South Coast NSW History Story

‘Olivia’, 1827


Categories:   South Coast Shipwrecks

The ‘Olivia’, a 60-ton wooden schooner, was built in Port Dalrymple, Launceston, Tasmania in 1826. She was wrecked south of Twofold Bay on the 19th November 1827.

This is how ‘The Australian’ described the wreck on 14th December 1827:

‘Some particulars have been furnished us of the wreck of the schooner Olivia, belonging to Mr. James Lucas.* She was bound from Launceston to Sydney, and was laden with wheat, coffee, and potatoes. Her passage from Launceston was most unfavourable, and prolonged beyond anticipation, her (drinking) water being entirely, and her sea stock of provisions nearly consumed. On the 19th ult. the schooner had arrived, and was working off the land, a short distance to the southward of Twofold Bay, when the wind blowing her with violence right upon the shore to leeward, she struck the ground; a roaring surf broke over her, and in a very little time the little vessel became engulphed in the waves.

A raft, consisting of four water casks lashed together, was hastily constructed, and on this the people of the schooner committed themselves to the warring element, and by its means all escaped with their lives on shore; but they had saved little more of clothes or other property than what they stood in, and of that little they were stripped, we are told, by the rapacity of the black natives, whom they encountered in their journey over land from the shore upon which their vessel lay a wreck to Bateman's Bay.

The names and description of the shipwrecked men are: John Lucas, owner, Thomas Hammond, master, John Randall, mate, John Ellis, Charles Bacon, John Smith, and John French, seamen, and Fran. Leger, passenger.

They were ten days in penetrating through the bush, before they arrived at any part of the country inhabited by civilized people, and, when they did get to a stock station, at Bateman's Bay, all hands were in a most miserable plight. Here they were supplied seasonably with provisions, and enabled to continue their journey. The owner purposes returning, in order to save as much of the wreck as may be practicable. This vessel is represented as having been lost at Two-fold Bay; but the natives, on whose topographical knowledge some reliance ought to be placed, signify that the wreck did not occur at Two-fold Bay but to the southward of it.’

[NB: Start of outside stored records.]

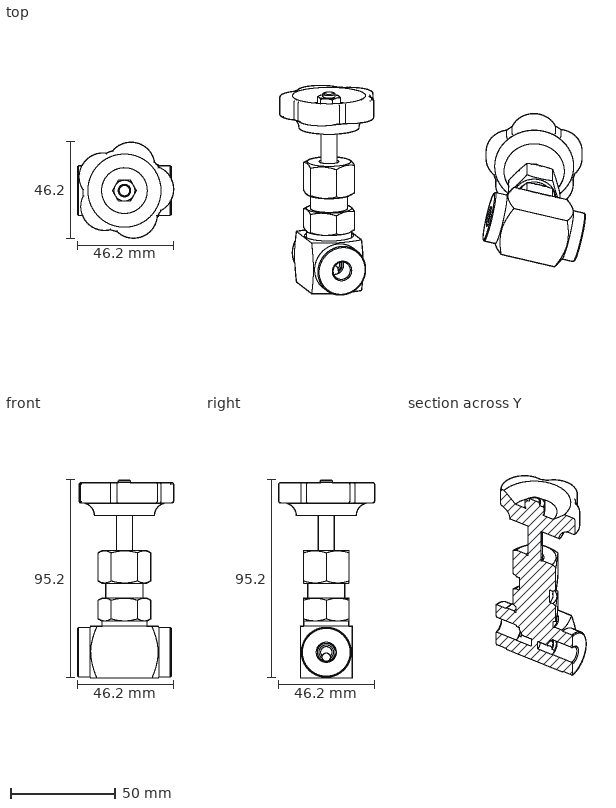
import cadquery as cq
import math


body_side = 25.0
body_length = 33.0
overall_length = 45.0
end_boss_diameter = 24.0
end_boss_chamfer = 0.5
corner_angle = 30.0
envelope_margin = 1.0

port_diameter = 8.57
port_mouth_diameter = 9.7
port_depth = 12.0
port_step_diameter = 7.0
port_step_depth = 1.5
drill_tip_diameter = 5.4
drill_tip_angle = 118.0
passage_diameter = 4.0
passage_drop = 2.4
passage_end = 2.0

body_top = body_side / 2
collar_diameter = 21.8
collar_recess_diameter = 23.5
bonnet_hex_bottom = 15.0
bonnet_hex_top = 26.0
bonnet_chamfer_diameter = 21.8
neck_diameter = 18.0
gland_hex_bottom = 33.0
gland_hex_top = 49.0
gland_chamfer_diameter = 21.0
hex_across_flats = 22.0
gland_mouth_diameter = 9.4

stem_diameter = 7.8
overall_height = 95.18
spindle_top = overall_height - body_top
thread_diameter = 6.0
thread_chamfer = 0.5

hub_bottom = 65.7
rim_bottom = 71.7
rim_top = 81.5
lobe_count = 5
lobe_radius = 11.5
lobe_offset = 12.24
lobe_rotation = 3.0
valley_radius = 20.0
rim_fillet = 1.0
hub_diameter = 29.0
hub_flare_radius = rim_bottom - hub_bottom
dish_top_diameter = 35.2
dish_floor_diameter = 22.0
dish_floor = 76.0

nut_across_flats = 10.0
nut_height = 5.0


def cylinder(diameter, bottom, top):
    """Upright cylinder on the spindle axis."""
    return cq.Workplane("XY").workplane(offset=bottom).circle(diameter / 2).extrude(top - bottom)


def cone(bottom_diameter, top_diameter, bottom, top):
    """Upright truncated cone on the spindle axis."""
    solid = cq.Solid.makeCone(
        bottom_diameter / 2, top_diameter / 2, top - bottom, pnt=cq.Vector(0, 0, bottom)
    )
    return cq.Workplane(solid)


def double_cone(face_diameter, outer_diameter, length):
    """Cylinder along Z, centred on the origin, with both ends coned by corner_angle."""
    face_radius = face_diameter / 2
    outer_radius = outer_diameter / 2
    half = length / 2
    drop = (outer_radius - face_radius) * math.tan(math.radians(corner_angle))
    return (
        cq.Workplane("XZ")
        .moveTo(0, -half)
        .lineTo(face_radius, -half)
        .lineTo(outer_radius, -half + drop)
        .lineTo(outer_radius, half - drop)
        .lineTo(face_radius, half)
        .lineTo(0, half)
        .close()
        .revolve(360, (0, 0, 0), (0, 1, 0))
    )


def chamfered_hex(across_flats, face_diameter, bottom, top):
    """Hexagon with two corners on the X axis and chamfered ends."""
    height = top - bottom
    across_corners = across_flats / math.cos(math.pi / 6)
    prism = cq.Workplane("XY").polygon(6, across_corners).extrude(height / 2, both=True)
    envelope = double_cone(face_diameter, across_corners + envelope_margin, height)
    return prism.intersect(envelope).translate((0, 0, (bottom + top) / 2))


def make_body():
    block = cq.Workplane("XY").box(body_length, body_side, body_side)
    corner_diameter = body_side * math.sqrt(2)
    envelope = double_cone(end_boss_diameter, corner_diameter + envelope_margin, body_length)
    block = block.intersect(envelope.rotate((0, 0, 0), (0, 1, 0), 90))
    ends = (
        cq.Workplane("YZ")
        .circle(end_boss_diameter / 2)
        .extrude(overall_length / 2, both=True)
        .faces("<X or >X")
        .chamfer(end_boss_chamfer)
    )
    return block.union(ends)


def make_port():
    """Cutter for the port on the -X end: bore, step, drill tip and offset passage."""
    mouth_x = -overall_length / 2
    bore_end = mouth_x + port_depth
    step_end = bore_end + port_step_depth
    bore_radius = port_diameter / 2
    mouth_radius = port_mouth_diameter / 2
    tip_radius = drill_tip_diameter / 2
    tip_length = tip_radius / math.tan(math.radians(drill_tip_angle / 2))
    bore = (
        cq.Workplane("XZ")
        .moveTo(mouth_x, 0)
        .lineTo(mouth_x, mouth_radius)
        .lineTo(mouth_x + mouth_radius - bore_radius, bore_radius)
        .lineTo(bore_end, bore_radius)
        .lineTo(bore_end, port_step_diameter / 2)
        .lineTo(step_end, port_step_diameter / 2)
        .lineTo(step_end, tip_radius)
        .lineTo(step_end + tip_length, 0)
        .close()
        .revolve(360, (0, 0, 0), (1, 0, 0))
    )
    passage = (
        cq.Workplane("YZ")
        .workplane(offset=bore_end)
        .center(0, -passage_drop)
        .circle(passage_diameter / 2)
        .extrude(-passage_end - bore_end)
    )
    return bore.union(passage)


def make_bonnet():
    collar = cylinder(collar_diameter, 0, bonnet_hex_bottom)
    bonnet_hex = chamfered_hex(
        hex_across_flats, bonnet_chamfer_diameter, bonnet_hex_bottom, bonnet_hex_top
    )
    neck = cylinder(neck_diameter, bonnet_hex_top, gland_hex_bottom)
    gland = chamfered_hex(hex_across_flats, gland_chamfer_diameter, gland_hex_bottom, gland_hex_top)
    mouth_depth = (gland_mouth_diameter - stem_diameter) / 2
    mouth = cone(stem_diameter, gland_mouth_diameter, gland_hex_top - mouth_depth, gland_hex_top)
    return collar.union(bonnet_hex).union(neck).union(gland.cut(mouth))


def make_collar_recess():
    """Countersink in the top of the body around the bonnet collar."""
    depth = (collar_recess_diameter - collar_diameter) / 2
    return cone(collar_diameter, collar_recess_diameter, body_top - depth, body_top)


def make_spindle():
    stem = cylinder(stem_diameter, bonnet_hex_top, dish_floor)
    thread = cylinder(thread_diameter, dish_floor, spindle_top).faces(">Z").chamfer(thread_chamfer)
    return stem.union(thread)


def rounded_disc(radius):
    """Disc of the rim's height with rounded edges."""
    return cylinder(2 * radius, rim_bottom, rim_top).faces("<Z or >Z").edges().fillet(rim_fillet)


def make_rim():
    rim = rounded_disc(valley_radius)
    for index in range(lobe_count):
        angle = math.radians(lobe_rotation + index * 360 / lobe_count)
        offset = (lobe_offset * math.cos(angle), lobe_offset * math.sin(angle), 0)
        rim = rim.union(rounded_disc(lobe_radius).translate(offset))
    return rim


def make_hub():
    """Hub that flares out through a concave arc to the underside of the rim."""
    hub_radius = hub_diameter / 2
    flare_centre = hub_radius + hub_flare_radius
    arc_middle = hub_flare_radius * math.sin(math.pi / 4)
    flare_end = valley_radius - rim_fillet
    end_rise = math.sqrt(hub_flare_radius**2 - (flare_centre - flare_end) ** 2)
    return (
        cq.Workplane("XZ")
        .moveTo(0, hub_bottom)
        .lineTo(hub_radius, hub_bottom)
        .threePointArc(
            (flare_centre - arc_middle, hub_bottom + arc_middle),
            (flare_end, hub_bottom + end_rise),
        )
        .lineTo(flare_end, dish_floor)
        .lineTo(0, dish_floor)
        .close()
        .revolve(360, (0, 0, 0), (0, 1, 0))
    )


def make_handwheel():
    dish = cone(dish_floor_diameter, dish_top_diameter, dish_floor, rim_top)
    nut = chamfered_hex(nut_across_flats, nut_across_flats, dish_floor, dish_floor + nut_height)
    return make_rim().union(make_hub()).cut(dish).union(nut)


port = make_port()
opposite_port = port.mirror("YZ")

result = (
    make_body()
    .cut(make_collar_recess())
    .union(make_bonnet())
    .cut(port)
    .cut(opposite_port)
    .union(make_spindle())
    .union(make_handwheel())
)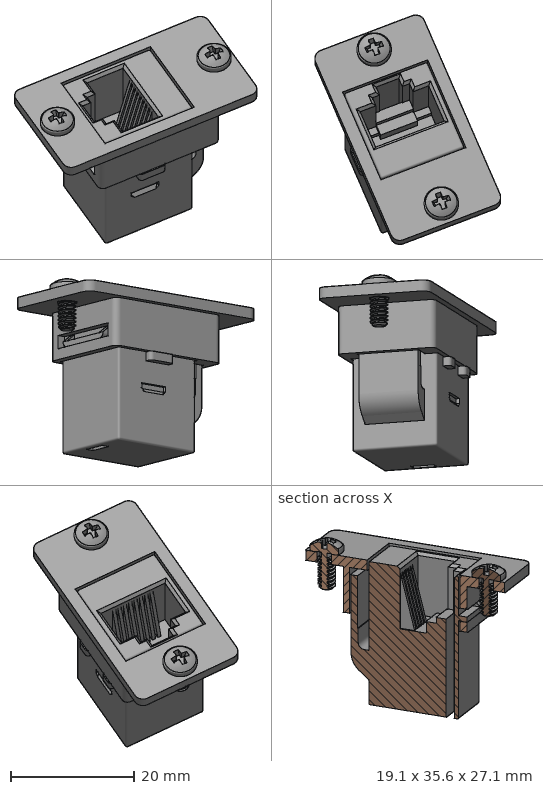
import cadquery as cq
import math


PLATE_X, PLATE_Y, PLATE_T = 19.05, 35.56, 1.85
PLATE_CORNER_R = 1.52
SCREW_PITCH = 28.9
SCREW_HOLE_D = 3.17

SHROUD_X, SHROUD_Y = 16.76, 22.2
SHROUD_BOTTOM = -9.79
SHROUD_CORNER_R = 1.05
HOOK_SLOT_X = 12.67
HOOK_SLOT_TOP, HOOK_SLOT_BOTTOM = -5.8, -7.98

JACK_X, JACK_Y = 14.49, 16.08
JACK_CENTER_Y = -1.48
JACK_TOP, JACK_BOTTOM = -0.2, -25.09
JACK_EDGE_R = 0.37
JACK_FRONT = JACK_CENTER_Y - JACK_Y / 2
JACK_BACK = JACK_CENTER_Y + JACK_Y / 2

CLEARANCE = 0.19
WINDOW_X = JACK_X + 2 * CLEARANCE
WINDOW_Y = JACK_Y + 2 * CLEARANCE
WINDOW_BACK = JACK_CENTER_Y + WINDOW_Y / 2

SOCKET_CHAMFER = 0.5
SOCKET_FLOOR = -11.0
CAVITY_X, CAVITY_BACK, CAVITY_FRONT = 12.0, 0.92, -5.72
KEYWAY_X, KEYWAY_FRONT = 6.5, -7.22
CHANNEL_X, CHANNEL_FRONT = 3.96, -8.72

LEDGE_BACK, LEDGE_TOP = -4.49, -10.0
BLOCK_BACK, BLOCK_MIDDLE, BLOCK_FRONT = -3.7, -5.52, -7.33
BLOCK_LOW_TOP, BLOCK_HIGH_TOP = -9.0, -8.0

CONTACT_COUNT, CONTACT_PITCH, CONTACT_W = 8, 1.0, 0.6
CONTACT_TOP, CONTACT_FRONT = -1.53, -1.6

TAB_BOTTOM, TAB_REACH, TAB_CORNER_R = -11.28, 8.61, 0.6
LEFT_TAB_Y, LEFT_TAB_OFFSET = 2.55, 3.74
RIGHT_TAB_Y = 4.81

RECESS_Y, RECESS_CENTER_Y, RECESS_DEPTH = 5.05, -2.21, 0.58
RECESS_TOP, RECESS_SLOPE_TOP = -15.0, -15.82

HOOK_X, HOOK_CORNER_R = 10.16, 0.88
HOOK_FRONT = -SHROUD_Y / 2
LIP_TOP = -7.07
GUSSET_W = 1.03

LATCH_X = HOOK_X
LATCH_TOP = -3.0
LATCH_OUTER_Y = 9.74
LATCH_INNER_TOP_Y, LATCH_INNER_Y = 8.47, 8.35
LATCH_STEP_Z = -12.1
LATCH_ROOT_TOP, LATCH_BEND_START, LATCH_ROOT_BOTTOM = -15.6, -16.4, -20.77
LATCH_BEND_END = (7.9, -19.69)
LATCH_INNER_R = 1.0
LATCH_SIDE_GAP = 0.2

HEAD_D, HEAD_H = 5.56, 2.03
HEAD_DOME_R, HEAD_DOME_Z = 2.57, 1.08
HEAD_RIM_TOP, HEAD_RIM_BOTTOM = 0.8, 0.26
THREAD_D, THREAD_ROOT_D, THREAD_PITCH = 2.9, 2.2, 0.635
THREAD_BASE_W, THREAD_CREST_W = 0.46, 0.08
THREAD_TOP, SCREW_TIP = -0.8, -6.39
TIP_D = 1.94
CROSS_DEPTH, CROSS_ARM_W = 1.3, 0.86
CROSS_SPAN_TOP, CROSS_SPAN_FLOOR = 3.12, 2.1
CROSS_HUB_W = 1.0

OVERLAP = 0.2
THREAD_OVERLAP = 0.05


def box(x0, x1, y0, y1, z0, z1):
    return cq.Workplane("XY").box(x1 - x0, y1 - y0, z1 - z0, centered=False).translate((x0, y0, z0))


def centered_box(width, y0, y1, z0, z1):
    return box(-width / 2, width / 2, y0, y1, z0, z1)


def side_prism(points, width, center_x=0.0):
    """Closed (Y, Z) outline extruded along X, centred on center_x."""
    prism = cq.Workplane("YZ").polyline(points).close().extrude(width / 2, both=True)
    return prism.translate((center_x, 0, 0))


def make_bezel():
    plate = centered_box(PLATE_X, -PLATE_Y / 2, PLATE_Y / 2, -PLATE_T, 0)
    plate = plate.edges("|Z").fillet(PLATE_CORNER_R)
    shroud = centered_box(SHROUD_X, -SHROUD_Y / 2, SHROUD_Y / 2, SHROUD_BOTTOM, -PLATE_T)
    shroud = shroud.edges("|Z").fillet(SHROUD_CORNER_R)
    bezel = plate.union(shroud)

    window = centered_box(WINDOW_X, WINDOW_BACK - WINDOW_Y, WINDOW_BACK, SHROUD_BOTTOM, 0)
    latch_pocket = centered_box(
        LATCH_X + 2 * LATCH_SIDE_GAP, JACK_CENTER_Y, LATCH_OUTER_Y + LATCH_SIDE_GAP, SHROUD_BOTTOM, -PLATE_T
    )
    hook_slot = centered_box(
        HOOK_SLOT_X, -SHROUD_Y / 2, JACK_CENTER_Y, HOOK_SLOT_BOTTOM, HOOK_SLOT_TOP
    )
    screw_holes = (
        cq.Workplane("XY")
        .pushPoints([(0, -SCREW_PITCH / 2), (0, SCREW_PITCH / 2)])
        .circle(SCREW_HOLE_D / 2)
        .extrude(-PLATE_T)
    )
    return bezel.cut(window).cut(latch_pocket).cut(hook_slot).cut(screw_holes)


def socket_outline(margin):
    """Stepped socket opening, grown outward by margin, as (X, Y) points."""
    cavity = CAVITY_X / 2 + margin
    keyway = KEYWAY_X / 2 + margin
    channel = CHANNEL_X / 2 + margin
    right_side = [
        (cavity, CAVITY_BACK + margin),
        (cavity, CAVITY_FRONT - margin),
        (keyway, CAVITY_FRONT - margin),
        (keyway, KEYWAY_FRONT - margin),
        (channel, KEYWAY_FRONT - margin),
        (channel, CHANNEL_FRONT - margin),
    ]
    left_side = [(-x, y) for x, y in reversed(right_side)]
    return right_side + left_side


def make_socket():
    """Volume removed from the jack for the plug."""
    pocket = (
        cq.Workplane("XY", origin=(0, 0, SOCKET_FLOOR))
        .polyline(socket_outline(0))
        .close()
        .extrude(JACK_TOP - SOCKET_FLOOR)
    )
    mouth = (
        cq.Workplane("XY", origin=(0, 0, JACK_TOP))
        .polyline(socket_outline(SOCKET_CHAMFER))
        .close()
        .workplane(offset=-SOCKET_CHAMFER)
        .polyline(socket_outline(0))
        .close()
        .loft(ruled=True)
    )
    channel = centered_box(CHANNEL_X, CHANNEL_FRONT, BLOCK_FRONT, JACK_BOTTOM, SOCKET_FLOOR + OVERLAP)
    ledge = centered_box(CAVITY_X, CAVITY_FRONT, LEDGE_BACK, SOCKET_FLOOR, LEDGE_TOP)
    low_block = centered_box(KEYWAY_X, BLOCK_MIDDLE, BLOCK_BACK, SOCKET_FLOOR, BLOCK_LOW_TOP)
    high_block = centered_box(KEYWAY_X, BLOCK_FRONT, BLOCK_MIDDLE, SOCKET_FLOOR, BLOCK_HIGH_TOP)
    socket = pocket.union(mouth).union(channel)
    socket = socket.cut(ledge).cut(low_block).cut(high_block)
    for index in range(CONTACT_COUNT):
        x = (index - (CONTACT_COUNT - 1) / 2) * CONTACT_PITCH
        contact_profile = [
            (CAVITY_BACK, CONTACT_TOP),
            (CONTACT_FRONT, SOCKET_FLOOR),
            (CAVITY_BACK, SOCKET_FLOOR),
        ]
        socket = socket.cut(side_prism(contact_profile, CONTACT_W, x))
    return socket


def make_tab(side, center_y, length):
    """Stop tab on the +X (side = 1) or -X (side = -1) face."""
    inner = side * (JACK_X / 2 - OVERLAP)
    outer = side * TAB_REACH
    tab = box(
        min(inner, outer), max(inner, outer),
        center_y - length / 2, center_y + length / 2,
        TAB_BOTTOM, SHROUD_BOTTOM,
    )
    outer_face = ">X" if side > 0 else "<X"
    return tab.faces(outer_face).edges("|Z").fillet(TAB_CORNER_R)


def make_recess(side):
    """Side recess: chamfered lower corners and a 45 degree lower face."""
    bottom = RECESS_SLOPE_TOP - RECESS_DEPTH
    face_x = side * JACK_X / 2
    floor_x = side * (JACK_X / 2 - RECESS_DEPTH)
    y0 = RECESS_CENTER_Y - RECESS_Y / 2
    y1 = RECESS_CENTER_Y + RECESS_Y / 2
    outline = [
        (y0, RECESS_TOP),
        (y0, RECESS_SLOPE_TOP),
        (y0 + RECESS_DEPTH, bottom),
        (y1 - RECESS_DEPTH, bottom),
        (y1, RECESS_SLOPE_TOP),
        (y1, RECESS_TOP),
    ]
    opening = side_prism(outline, 2 * RECESS_DEPTH, face_x)
    slope = (
        cq.Workplane("XZ", origin=(0, y1, 0))
        .polyline([
            (face_x, RECESS_TOP),
            (floor_x, RECESS_TOP),
            (floor_x, RECESS_SLOPE_TOP),
            (face_x, bottom),
        ])
        .close()
        .extrude(RECESS_Y)
    )
    return opening.intersect(slope)


def make_hook():
    """Rounded lip with a sloped gusset at each end."""
    root = JACK_FRONT + OVERLAP
    lip = centered_box(HOOK_X, HOOK_FRONT, root, HOOK_SLOT_BOTTOM, LIP_TOP)
    lip = lip.edges("|Y and <Z").fillet(HOOK_CORNER_R)
    gusset_profile = [
        (HOOK_FRONT, LIP_TOP),
        (JACK_FRONT, HOOK_SLOT_TOP),
        (root, HOOK_SLOT_TOP),
        (root, LIP_TOP),
    ]
    hook = lip
    for side in (-1, 1):
        gusset_x = side * (HOOK_X - GUSSET_W) / 2
        hook = hook.union(side_prism(gusset_profile, GUSSET_W, gusset_x))
    return hook


def make_latch():
    """Spring arm rising beside the jack from a curved root."""
    root = JACK_BACK - OVERLAP
    return (
        cq.Workplane("YZ", origin=(-LATCH_X / 2, 0, 0))
        .moveTo(LATCH_INNER_TOP_Y, LATCH_TOP)
        .lineTo(LATCH_OUTER_Y, LATCH_TOP)
        .lineTo(LATCH_OUTER_Y, LATCH_BEND_START)
        .tangentArcPoint(LATCH_BEND_END, relative=False)
        .lineTo(JACK_BACK, LATCH_ROOT_BOTTOM)
        .lineTo(root, LATCH_ROOT_BOTTOM)
        .lineTo(root, LATCH_ROOT_TOP)
        .lineTo(LATCH_INNER_Y - LATCH_INNER_R, LATCH_ROOT_TOP)
        .tangentArcPoint((LATCH_INNER_Y, LATCH_ROOT_TOP + LATCH_INNER_R), relative=False)
        .lineTo(LATCH_INNER_Y, LATCH_STEP_Z)
        .lineTo(LATCH_INNER_TOP_Y, LATCH_STEP_Z)
        .close()
        .extrude(LATCH_X)
    )


def make_jack():
    jack = centered_box(JACK_X, JACK_FRONT, JACK_BACK, JACK_BOTTOM, JACK_TOP)
    jack = jack.edges().fillet(JACK_EDGE_R)
    jack = jack.union(make_hook()).union(make_latch())
    for offset in (-LEFT_TAB_OFFSET, LEFT_TAB_OFFSET):
        jack = jack.union(make_tab(-1, JACK_CENTER_Y + offset, LEFT_TAB_Y))
    jack = jack.union(make_tab(1, JACK_CENTER_Y, RIGHT_TAB_Y))
    for side in (-1, 1):
        jack = jack.cut(make_recess(side))
    return jack.cut(make_socket())


def make_head():
    """Pan head turned about Z: rounded rim edges and a shallow dome."""
    rim_r = HEAD_D / 2
    dome_rise = HEAD_H - HEAD_DOME_Z
    dome_sphere_r = (HEAD_DOME_R**2 + dome_rise**2) / (2 * dome_rise)
    half_r = HEAD_DOME_R / 2
    half_z = HEAD_H - dome_sphere_r + math.sqrt(dome_sphere_r**2 - half_r**2)
    profile = (
        cq.Workplane("XZ")
        .lineTo(HEAD_DOME_R, 0)
        .radiusArc((rim_r, HEAD_RIM_BOTTOM), -HEAD_RIM_BOTTOM)
        .lineTo(rim_r, HEAD_RIM_TOP)
        .radiusArc((HEAD_DOME_R, HEAD_DOME_Z), -(HEAD_DOME_Z - HEAD_RIM_TOP))
        .threePointArc((half_r, half_z), (0, HEAD_H))
        .close()
    )
    return profile.revolve(360, (0, 0, 0), (0, 1, 0))


def make_cross():
    """Phillips recess: two crossed arms with sloped ends around a square hub."""
    floor = HEAD_H - CROSS_DEPTH
    arm = (
        cq.Workplane("XZ")
        .polyline([
            (-CROSS_SPAN_TOP / 2, HEAD_H),
            (-CROSS_SPAN_FLOOR / 2, floor),
            (CROSS_SPAN_FLOOR / 2, floor),
            (CROSS_SPAN_TOP / 2, HEAD_H),
        ])
        .close()
        .extrude(CROSS_ARM_W / 2, both=True)
    )
    hub = centered_box(CROSS_HUB_W, -CROSS_HUB_W / 2, CROSS_HUB_W / 2, floor, HEAD_H)
    return arm.union(arm.rotate((0, 0, 0), (0, 0, 1), 90)).union(hub)


def make_threaded_shank():
    """Right-hand helical thread on a round core, trimmed to a conical tip."""
    core = cq.Workplane("XY").circle(THREAD_ROOT_D / 2).extrude(SCREW_TIP)
    root_r = THREAD_ROOT_D / 2 - THREAD_OVERLAP
    crest_r = THREAD_D / 2
    start = SCREW_TIP - THREAD_PITCH
    helix = cq.Wire.makeHelix(THREAD_PITCH, THREAD_TOP - start, THREAD_ROOT_D / 2)
    ridge = (
        cq.Workplane("XZ")
        .polyline([
            (root_r, -THREAD_BASE_W / 2),
            (crest_r, -THREAD_CREST_W / 2),
            (crest_r, THREAD_CREST_W / 2),
            (root_r, THREAD_BASE_W / 2),
        ])
        .close()
        .sweep(cq.Workplane(helix), isFrenet=True)
        .translate((0, 0, start))
    )
    tip_chamfer = (THREAD_D - TIP_D) / 2
    envelope = cq.Workplane("XY").circle(crest_r + OVERLAP).extrude(SCREW_TIP)
    envelope = envelope.faces("<Z").chamfer(tip_chamfer + OVERLAP)
    return core.union(ridge).intersect(envelope)


def make_screw(center_y):
    screw = make_head().cut(make_cross()).union(make_threaded_shank())
    return screw.translate((0, center_y, 0))


bezel = make_bezel()
jack = make_jack()
screws = [make_screw(side * SCREW_PITCH / 2) for side in (-1, 1)]

bodies = [bezel, jack, *screws]
result = cq.Compound.makeCompound([body.solids().val() for body in bodies])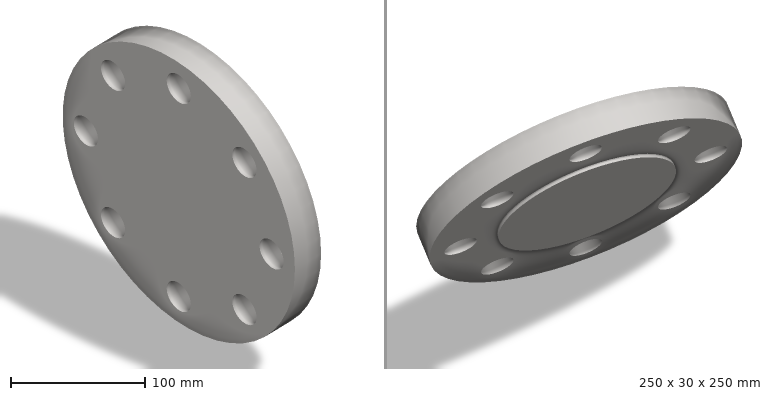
import cadquery as cq

flange_diameter = 250.0
total_thickness = 30.0
raised_face_height = 3.0
raised_face_diameter = 142.0
flange_thickness = total_thickness - raised_face_height

bolt_count = 8
bolt_circle_diameter = 200.0
bolt_hole_diameter = 26.0


def disc(diameter, start_y, thickness):
    """Solid disc reaching from start_y toward +Y."""
    plane = cq.Workplane("XZ", origin=(0, start_y, 0))
    return plane.circle(diameter / 2).extrude(-thickness)


def bolt_holes():
    """Through-hole cutters, the first one on the +X axis."""
    return (
        cq.Workplane("XZ")
        .polarArray(bolt_circle_diameter / 2, 0, 360, bolt_count)
        .circle(bolt_hole_diameter / 2)
        .extrude(-flange_thickness)
    )


flange = disc(flange_diameter, 0, flange_thickness)
raised_face = disc(raised_face_diameter, flange_thickness, raised_face_height)

result = flange.union(raised_face).cut(bolt_holes())

*James Lucas was the son of Nathaniel Lucas, originally a First Fleet convict who became a flour miller on the Georges River in Sydney and who had farms in Van Diemen’s Land. The vessel was named after Olivia Gascoigne, a convict who arrived on the ‘Lady Penrhyn’, one of the First Fleet ships, who married Nathaniel Lucas. By 1809 Nathaniel was building and selling boats. For his own uses he built the 60-ton schooner, ‘Olivia’, in Port Dalrymple, Tasmania. The ‘Olivia’ was key to the Lucas family goods-shipping enterprise until she was wrecked in 1827.